The notebook is unique among its peers in that it concerns itself not with one project, but their selection, and thus it does not need to use the project configuration file architecture nor the project initialization.

1.2 Purpose

This notebook explains how to acquire information on a set of projects (e.g. LOC on the current date, number of contributors who made at least one commit in the past 12 months, number of commits in the past 12 months, total commit count on the current date, and total number of contributors on the current date) that reside in Openhub’s open-source project collection based on search parameters under an organization using Ohloh API.

Kaiaulu’s interface to Ohloh’s API, an API for OpenHub’s open-source project collection, relies on httr to create http GET requests that interface with Ohloh’s API. Ohloh API responds to these requests by returning an XML response file with nested tags.

Kaiaulu only defines a few API endpoints of interest (organization, portfolio_projects, project, and analysis) where the tool is currently used, and parses the returned XML output into a table keeping only fields of interest. More endpoints and/or fields of interest per endpoint can be added in the future.

1.3 Create a Personal API Token

OpenHub has a limit to the number of API calls per token (maximum set to 1000) per day. The current rate for your personal API token and to acquire an API key, they may be found at its website and an account is required to acquire your personal API token. The process, to create an account and register for an API key is documented on Ohloh API GitHub Page API Section, should not take more than two minutes.

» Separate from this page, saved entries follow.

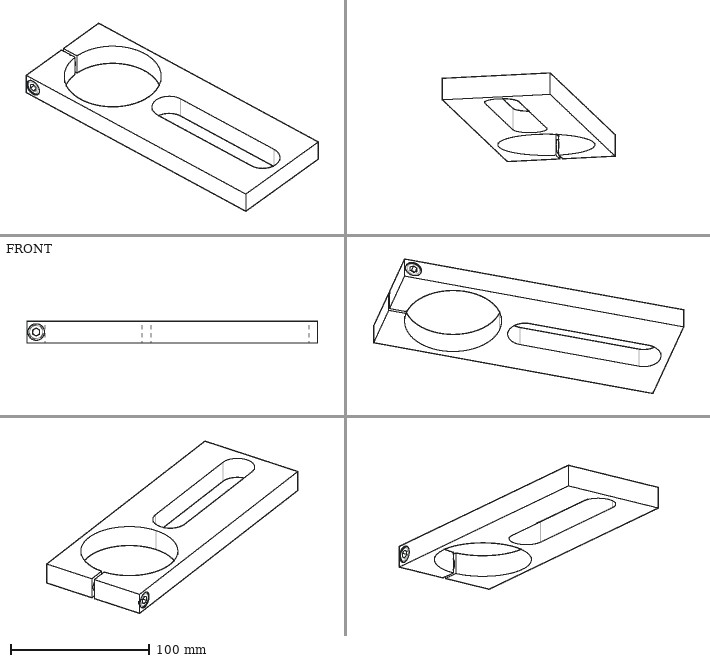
import cadquery as cq
import math

length = 210.0
width = 80.0
thickness = 16.0
mid_y = width / 2
mid_z = thickness / 2

bore_radius = 35.0
bore_x = 48.0
slit_width = 2.0

slot_start = 89.7
slot_end = 204.0
slot_width = 25.0

screw_x = 6.7
shank_diameter = 10.0
head_diameter = 12.0
head_height = 10.0
head_rounding = 1.3
hex_across_flats = 5.0
socket_depth = 5.0
socket_tip_angle = 120.0


def make_plate():
    """Plain plate with the bore, the slit and the adjustment slot."""
    plate = cq.Workplane("XY").box(length, width, thickness, centered=False)
    bore = cq.Workplane("XY").center(bore_x, mid_y).circle(bore_radius).extrude(thickness)
    slit = (
        cq.Workplane("XY")
        .center(bore_x / 2, mid_y)
        .rect(bore_x, slit_width)
        .extrude(thickness)
    )
    slot = (
        cq.Workplane("XY")
        .center((slot_start + slot_end) / 2, mid_y)
        .slot2D(slot_end - slot_start, slot_width)
        .extrude(thickness)
    )
    return plate.cut(bore).cut(slit).cut(slot)


def side_cylinder(diameter, depth):
    """Cylinder on the screw axis, from the Y = 0 side face inwards."""
    start = cq.Vector(screw_x, 0, mid_z)
    return cq.Workplane(cq.Solid.makeCylinder(diameter / 2, depth, start, cq.Vector(0, 1, 0)))


def make_head():
    """Screw head with a rounded outer rim."""
    return side_cylinder(head_diameter, head_height).faces("<Y").edges().fillet(head_rounding)


def make_socket():
    """Hexagon socket with two flats parallel to Z and a conical bottom."""
    corner_diameter = hex_across_flats / math.cos(math.pi / 6)
    tip_radius = hex_across_flats / 2
    tip_depth = tip_radius / math.tan(math.radians(socket_tip_angle / 2))
    hexagon = (
        cq.Workplane("XZ", origin=(screw_x, 0, mid_z))
        .transformed(rotate=(0, 0, 30))
        .polygon(6, corner_diameter)
        .extrude(-socket_depth)
    )
    tip_start = cq.Vector(screw_x, socket_depth, mid_z)
    tip = cq.Solid.makeCone(tip_radius, 0, tip_depth, tip_start, cq.Vector(0, 1, 0))
    return hexagon.union(cq.Workplane(tip))


shank_length = mid_y + slit_width
shank = side_cylinder(shank_diameter, shank_length).cut(side_cylinder(head_diameter, head_height))

result = (
    make_plate()
    .union(shank)
    .cut(side_cylinder(head_diameter, head_height))
    .union(make_head())
    .cut(make_socket())
)

The functions in Kaiaulu will assume you have an OpenHub API token available, which can be passed as parameter.

1.4 Libraries

Please ensure the following R packages are installed on your computer.

rm(list = ls())
require(kaiaulu)
require(stringi)
require(data.table)
require(knitr)
require(httr)
require(gt)

2 Configuration Section

2.1 Selecting an OpenHub Organization

To start the project selection process, we may want to restrict ourselves to focusing on projects under a specific organization. The list of organizations are found on the OpenHub website. For this notebook, we will focus on searching for projects with their primary language as Java under the “Apache Software Foundation”.

Below are a set of required variables for the openhub_* functions.

study_name <- "placeholder"
html_url_or_name <- "https://openhub.net/orgs/apache"
language <- "java"
token <- "dI_r4aalY6_6466CehmV4ErcY2ZEAkPOw-dY8cZZFnQ"

Explanation:

study_name: The name of the study for project selection that will be used to create a folder system to store API responses.
html_url_or_name: Either the URL for the organization page on OpenHub (e.g. “https://openhub.net/orgs/apache”) or the short, unique, handle for the organization (e.g. “apache”).
language: The code language to filter for projects only containing the specified code language (e.g. “java”).
token: The file named “openhub_token” containing the OpenHub API Token.

2.2 API Response Folder Storage

A hardcoded function for folder creation to store the API responses from each endpoint:

# 1. Anchor to your current working directory
github_folder <- getwd()

# 2. Define folder paths
rawdata_folder <- file.path(github_folder, "rawdata")
openhub_folder <- file.path(rawdata_folder, "openhub")
study_folder   <- file.path(openhub_folder, study_name)

organization_folder_path      <- file.path(study_folder, "organization")
portfolio_project_folder_path <- file.path(study_folder, "portfolio")
project_folder_path           <- file.path(study_folder, "project")
analysis_folder_path          <- file.path(study_folder, "analysis")

# 3. Create all folders safely
dir.create(organization_folder_path,      recursive = TRUE, showWarnings = FALSE)
dir.create(portfolio_project_folder_path, recursive = TRUE, showWarnings = FALSE)
dir.create(project_folder_path,           recursive = TRUE, showWarnings = FALSE)
dir.create(analysis_folder_path,          recursive = TRUE, showWarnings = FALSE)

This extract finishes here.